The Stanford postdoctoral scholar has developed a new process to recover renewable energy from nitrogen in wastewater called the coupled aerobic-anoxic nitrous decomposition operation (CANDO). It converts wastewater nitrogen to nitrous oxide gas, then uses the gas to increase the power output of engines at wastewater treatment facilities. Many wastewater treatment facilities already recover renewable energy from wastewater as biogas; coupled with CANDO, wastewater treatment facilities can move toward energy-positive treatment — exporting renewable energy close to end-users from a free and continuous feedstock.
Dr. Scherson and his team developed the concept with a two-year Environmental Venture Project grant from the Stanford Woods Institute for the Environment beginning in 2009. Once they demonstrated the technology in a Stanford lab with synthetic wastewater, the researchers wanted to move the research into the real world of wastewater treatment.
After contacting several wastewater agencies in the San Francisco Bay Area, the team formed a partnership with Delta Diablo in Antioch and set up a bench-scale system in their laboratory in 2012. The system was successful. Now, the team is building a pilot-scale (1/100th full scale) demonstration unit at the Delta Diablo plant which runs 24 hours a day, every day of the year.
“Delta Diablo’s innovative and motivated team of environmental stewards made this a natural and successful partnership,” reports Dr. Scherson. “I also believe the east Contra Costa County corridor is uniquely situated and well suited to become a hub for water innovation due to its close proximity to several major universities, transport systems and the Delta.”
The TomKat Center for Sustainable Energy at Stanford University is funding the hardware for the pilot project.

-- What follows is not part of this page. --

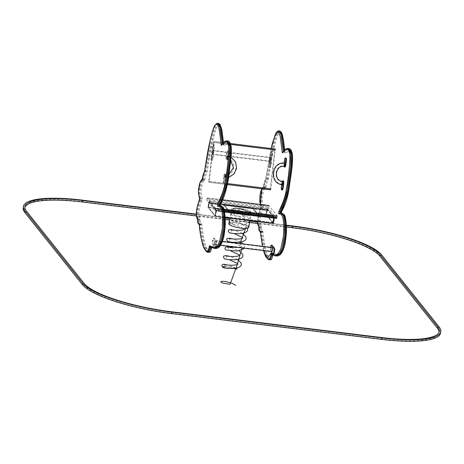 <?xml version="1.0" encoding="UTF-8"?>
<svg xmlns="http://www.w3.org/2000/svg" width="464" height="464" viewBox="0 0 464 464"><rect width="100%" height="100%" fill="white"/><g stroke="black" fill="none" stroke-linecap="round" stroke-linejoin="round"><path stroke-width="0.35" stroke-dasharray="2.32 1.74" d="M268.308 207.019L268.337 208.133L276.614 218.364L277.049 215.708L268.766 205.477L268.308 207.019L206.845 199.479L206.88 200.593L268.337 208.133M223.944 209.194L215.586 208.174L215.157 210.824L206.88 200.593M215.586 208.174L207.356 197.966L206.845 199.479M213.278 142.384L208.759 181.354L270.222 188.894L270.332 189.805L270.901 188.9L275.297 149.019L274.734 149.918L213.278 142.384L213.608 141.479L213.956 142.39L209.107 182.265L227.343 184.504M270.222 188.894L274.734 149.918M208.759 181.354L209.107 182.265M227.662 157.725A1.595 0.394 97 0 1 227.07 159.297A1.595 0.394 97 0 1 226.873 157.661A1.595 0.394 97 0 1 227.459 156.124A1.595 0.394 97 0 1 227.662 157.725M225.521 176.001A1.595 0.394 -83 0 0 225.318 174.4A1.595 0.394 -83 0 0 224.733 175.943A1.595 0.394 -83 0 0 224.93 177.573A1.595 0.394 -83 0 0 225.521 176.001M227.557 157.719L227.406 156.548L227.122 158.874L227.557 157.719M225.417 175.995L224.982 177.149L225.266 174.824L225.417 175.995M227.946 157.325L228.387 153.549A2.662 0.655 -83 0 0 228.05 150.899A2.662 0.655 -83 0 0 227.064 153.532L226.629 157.308A2.662 0.655 -83 0 0 226.966 159.958A2.662 0.655 -83 0 0 227.946 157.325L227.36 157.255L227.801 153.48A2.662 0.655 -83 0 0 227.464 150.829A2.662 0.655 -83 0 0 226.478 153.462L226.043 157.238A2.662 0.655 -83 0 0 226.38 159.889A2.662 0.655 -83 0 0 227.36 157.255M224.414 176.436L223.973 180.212A2.662 0.655 -83 0 0 224.309 182.862A2.662 0.655 -83 0 0 225.295 180.223L225.73 176.448A2.662 0.655 -83 0 0 225.394 173.797A2.662 0.655 -83 0 0 224.414 176.436L223.828 176.361L223.387 180.136A2.662 0.655 -83 0 0 223.723 182.787A2.662 0.655 -83 0 0 224.709 180.154L225.144 176.378A2.662 0.655 -83 0 0 224.814 173.727A2.662 0.655 -83 0 0 223.828 176.361M282.698 181.499A1.595 0.394 -83 0 0 282.112 183.036A1.595 0.394 -83 0 0 282.309 184.672M284.403 166.39A1.595 0.394 97 0 1 284.206 164.761A1.595 0.394 97 0 1 284.792 163.224M282.796 183.083L282.361 184.249L282.646 181.923L282.796 183.083M284.89 164.807L284.739 163.647L284.455 165.967L284.89 164.807M282.257 189.967A2.662 0.655 97 0 1 281.921 187.317L282.361 183.541A2.662 0.655 97 0 1 283.342 180.908M281.648 184.568L281.776 183.471A2.662 0.655 97 0 1 282.251 181.43M283.985 166.356A2.662 0.655 97 0 1 283.991 164.343L284.125 163.16M284.913 167.069A2.662 0.655 97 0 1 284.577 164.418L285.012 160.643A2.662 0.655 97 0 1 285.998 158.009M220.156 205.546A1.676 0.412 -83 0 0 220.446 206.747L222.668 207.141M218.55 247.039L212.419 246.077A1.676 0.412 -83 0 0 211.816 247.271C210.018 255.206 208.678 250.595 206.683 248.136C204.612 242.585 203.354 238.519 201.753 224.263A1.676 0.412 -83 0 0 201.248 223.903L201.051 223.747A1.676 0.412 -83 0 0 200.831 223.091A4.101 1.009 97 0 1 200.286 219.924A1.676 0.412 -83 0 0 200.083 218.643C198.273 214.849 198.859 208.893 201.828 200.773A1.676 0.412 -83 0 0 202.136 198.058C200.964 193.72 200.79 190.165 201.608 187.404C202.321 183.077 203.174 180.948 204.177 181.024A1.676 0.412 -83 0 0 204.902 179.585A8.822 2.175 97 0 1 206.932 172.382A1.676 0.412 -83 0 0 207.298 171.141C211.178 145.719 212.158 143.44 213.933 135.964C215.656 129.386 217.222 125.605 218.648 124.613C221.125 125.46 221.421 124.19 223.758 145.174A1.676 0.412 -83 0 0 224.17 145.574L229.471 142.512M261.76 188.749L262.705 188.204A1.676 0.412 -83 0 0 263.43 186.766A8.822 2.175 97 0 1 265.46 179.562A1.676 0.412 -83 0 0 265.831 178.315L271.144 148.509M257.59 221.287L260.362 207.953A1.676 0.412 -83 0 0 260.669 205.239L260.478 204.462M263.546 250.583L262.572 246.326M279.717 254.539L273.586 253.582A1.676 0.412 -83 0 0 272.983 254.777C271.179 262.711 269.845 258.1 267.85 255.641C265.779 250.084 264.521 246.019 262.92 231.768A1.676 0.412 -83 0 0 262.415 231.408L262.218 231.252A1.676 0.412 -83 0 0 261.998 230.591A4.101 1.009 97 0 1 261.452 227.43A1.676 0.412 -83 0 0 261.249 226.148C259.44 222.355 260.026 216.392 262.995 208.272A1.676 0.412 -83 0 0 263.303 205.564C262.131 201.219 261.951 197.67 262.775 194.909C263.488 190.576 264.341 188.454 265.338 188.523A1.676 0.412 -83 0 0 266.063 187.091A8.822 2.175 97 0 1 268.099 179.887A1.676 0.412 -83 0 0 268.465 178.64C272.345 153.224 273.325 150.945 275.1 143.469C276.822 136.892 278.388 133.104 279.815 132.118C282.292 132.965 282.588 131.689 284.925 152.673A1.676 0.412 -83 0 0 285.337 153.074L290.638 150.017M281.323 213.046A1.676 0.412 -83 0 0 281.613 214.246L283.835 214.646M243.095 212.953A1.676 0.412 97 0 1 243.153 214.994A1.676 0.412 97 0 1 242.62 216.218A1.676 0.412 97 0 1 242.608 216.218A1.676 0.412 97 0 1 242.388 214.559A1.676 0.412 97 0 1 242.985 212.901A1.676 0.412 97 0 1 242.997 212.901A1.676 0.412 97 0 1 243.095 212.953L248.721 213.33L250.485 212.193L240.572 208.603L234.436 208.272L232.278 209.426L232.522 209.821A1.676 1.578 141.1 0 0 235.312 210.163L235.289 209.699L242.863 209.786L247.608 212.466L243.095 212.953M235.631 268.238L228.775 266.661L225.005 266.469M224.193 264.48C225.98 265.443 224.744 267.56 223.636 267.519C226.293 267.102 229.773 267.403 234.065 268.424M235.312 210.163L232.522 209.821M228.833 223.677A10.115 2.279 -169.6 0 1 239.198 223.254A10.115 2.279 -169.6 0 1 248.739 227.319M243.577 213.55A10.115 2.279 -169.6 0 1 231.501 209.102A10.115 2.279 -169.6 0 1 241.866 208.678A10.115 2.279 -169.6 0 1 251.407 212.738A10.115 2.279 -169.6 0 1 243.577 213.55M240.781 227.969A9.506 2.14 10.4 0 0 248.141 227.209A9.506 2.14 10.4 0 0 239.175 223.393A9.506 2.14 10.4 0 0 229.436 223.787A9.506 2.14 10.4 0 0 240.781 227.969M243.449 213.388A9.506 2.14 10.4 0 0 250.804 212.628A9.506 2.14 10.4 0 0 241.837 208.812A9.506 2.14 10.4 0 0 232.099 209.206A9.506 2.14 10.4 0 0 243.449 213.388M215.07 215.922L216.085 210.383L216.375 210.418L215.36 215.963L215.012 216.033L208.058 207.408L215.012 216.033L215.905 210.325L208.951 201.707L207.936 207.246L215.07 215.922M216.079 210.198L209.125 201.579L216.079 210.198M209.067 201.683L207.936 207.246L208.522 207.321L215.476 215.94L216.491 210.401L209.537 201.776L208.342 207.263L209.357 201.718L209.067 201.683M273.928 218.034L274.323 217.529L274.224 218.074M274.328 218.086L274.317 217.343L267.073 208.684L274.439 217.506L267.484 208.887L266.469 214.426L273.424 223.045M272.867 223.027L265.884 214.356L272.838 222.975L273.853 217.436L266.899 208.812L265.884 214.356L266.469 214.426L267.363 208.725L267.015 208.794L266 214.333L273.25 223.172M231.6 212.344L257.949 215.76A1.52 0.342 10.4 0 0 259.127 215.638A1.52 0.342 10.4 0 0 259.098 215.551L253.35 208.423A1.52 0.342 10.4 0 0 251.569 207.849L225.226 204.618A1.52 0.342 10.4 0 0 224.106 204.67A1.52 0.342 10.4 0 0 224.048 204.74A1.52 0.342 10.4 0 0 224.083 204.839L229.825 211.955A1.52 0.342 10.4 0 0 231.606 212.529L231.501 213.115L257.839 216.346L257.943 215.574A1.369 0.307 10.4 0 0 258.976 215.389A1.369 0.307 10.4 0 0 258.97 215.383L253.228 208.261A1.369 0.307 10.4 0 0 251.627 207.744L225.284 204.514A1.369 0.307 10.4 0 0 224.274 204.56A1.369 0.307 10.4 0 0 224.257 204.711L229.999 211.828A1.369 0.307 10.4 0 0 231.6 212.344L257.943 215.574M258.813 216.253A1.369 0.307 -169.6 0 1 258.79 216.404A1.369 0.307 -169.6 0 1 257.781 216.45L231.443 213.22A1.369 0.307 -169.6 0 1 229.837 212.703L224.095 205.581A1.369 0.307 -169.6 0 1 224.089 205.575A1.369 0.307 -169.6 0 1 225.127 205.39L251.465 208.62A1.369 0.307 -169.6 0 1 253.071 209.136L258.982 216.125L253.245 209.009L253.228 208.261M251.465 208.62L225.121 205.204L225.284 204.514M224.048 204.74L223.944 205.326A1.52 0.342 -169.6 0 0 223.967 205.413L223.979 205.419A1.52 0.342 -169.6 0 1 223.967 205.413L229.721 212.535L229.999 211.828M259.098 215.551L259.092 215.545A1.52 0.342 10.4 0 0 259.092 215.545L258.982 216.125A1.52 0.342 -169.6 0 1 259.016 216.224A1.52 0.342 -169.6 0 1 258.964 216.294A1.52 0.342 -169.6 0 1 257.839 216.346L257.781 216.45M231.443 213.22L231.501 213.115A1.52 0.342 -169.6 0 1 229.721 212.535L229.837 212.703M251.627 207.744L251.459 208.435A1.52 0.342 -169.6 0 1 253.245 209.009L253.071 209.136M223.944 205.326A1.52 0.342 -169.6 0 1 225.121 205.204L225.127 205.39M216.218 210.598L215.482 216.125L216.549 210.291L215.273 208.713L215.261 209.415L216.218 210.598L273.58 217.633L272.844 223.161M225.121 217.309L215.482 216.125M273.783 218.016L273.911 217.332L216.549 210.291M273.911 217.332L272.635 215.748L215.273 208.713M272.635 215.748L272.623 216.45L273.58 217.633M267.009 209.49L265.884 214.513L266.893 208.632L268.169 210.209L267.989 210.691L267.009 209.49L209.624 202.437L209.473 202.774L208.522 207.478L265.826 214.461M208.464 207.425L209.531 201.591L266.893 208.632M209.531 201.591L210.807 203.174L268.169 210.209M210.807 203.174L210.627 203.655L209.647 202.455M271.997 245.236A2.587 0.638 -83 0 0 271.144 247.132L270.982 248.008A2.587 0.638 -83 0 0 271.069 251.157L273.337 253.965A2.587 0.638 -83 0 0 273.476 254.052M270.512 247.3L270.396 247.933A2.587 0.638 -83 0 0 270.489 251.082L270.802 251.476M272.403 247.532A2.053 0.505 -83 0 0 271.591 250.485A2.053 0.505 -83 0 0 271.904 251.61M214.229 243.449A2.053 0.505 -83 0 0 214.542 244.574A2.053 0.505 -83 0 0 215.29 242.597A2.053 0.505 -83 0 0 215.041 240.497A2.053 0.505 -83 0 0 214.229 243.449M271.707 250.293A1.63 0.4 97 0 1 272.351 247.956A1.63 0.4 97 0 1 272.548 249.62A1.63 0.4 97 0 1 271.956 251.186A1.63 0.4 97 0 1 271.707 250.293M214.345 243.258A1.63 0.4 97 0 1 214.989 240.92A1.63 0.4 97 0 1 215.186 242.585A1.63 0.4 97 0 1 214.594 244.151A1.63 0.4 97 0 1 214.345 243.258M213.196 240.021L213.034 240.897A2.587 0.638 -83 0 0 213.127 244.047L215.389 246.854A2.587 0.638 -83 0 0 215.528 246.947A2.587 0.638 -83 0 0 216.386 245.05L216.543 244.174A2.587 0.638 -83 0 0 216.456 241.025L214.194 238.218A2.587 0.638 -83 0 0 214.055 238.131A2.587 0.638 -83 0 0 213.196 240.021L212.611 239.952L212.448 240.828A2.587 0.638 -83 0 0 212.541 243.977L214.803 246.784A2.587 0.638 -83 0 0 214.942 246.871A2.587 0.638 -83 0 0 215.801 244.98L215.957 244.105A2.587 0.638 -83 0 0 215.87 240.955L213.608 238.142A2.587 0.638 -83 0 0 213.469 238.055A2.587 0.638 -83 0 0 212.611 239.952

Other support is being provided by the National Science Foundation Engineering Research Center for Reinventing the Nation’s Urban Water Infrastructure (ReNUWIt), an additional National Science Foundation grant and a grant from Veolia Water.
Heading up the project at Delta Diablo is Environmental Compliance Engineer Amanda Roa, who reports, “Delta Diablo is extremely proud to have been selected by Stanford University to partner with such an esteemed group of researchers. Exploring and supporting this project reflects our resource recovery mission by supplementing our existing renewable energy production to help offset costs of running our plant.”
The pilot scale project will commence this fall at the Delta Diablo wastewater plant in Antioch and is expected to run for at least 12 months to assess the viability of this new research initiative.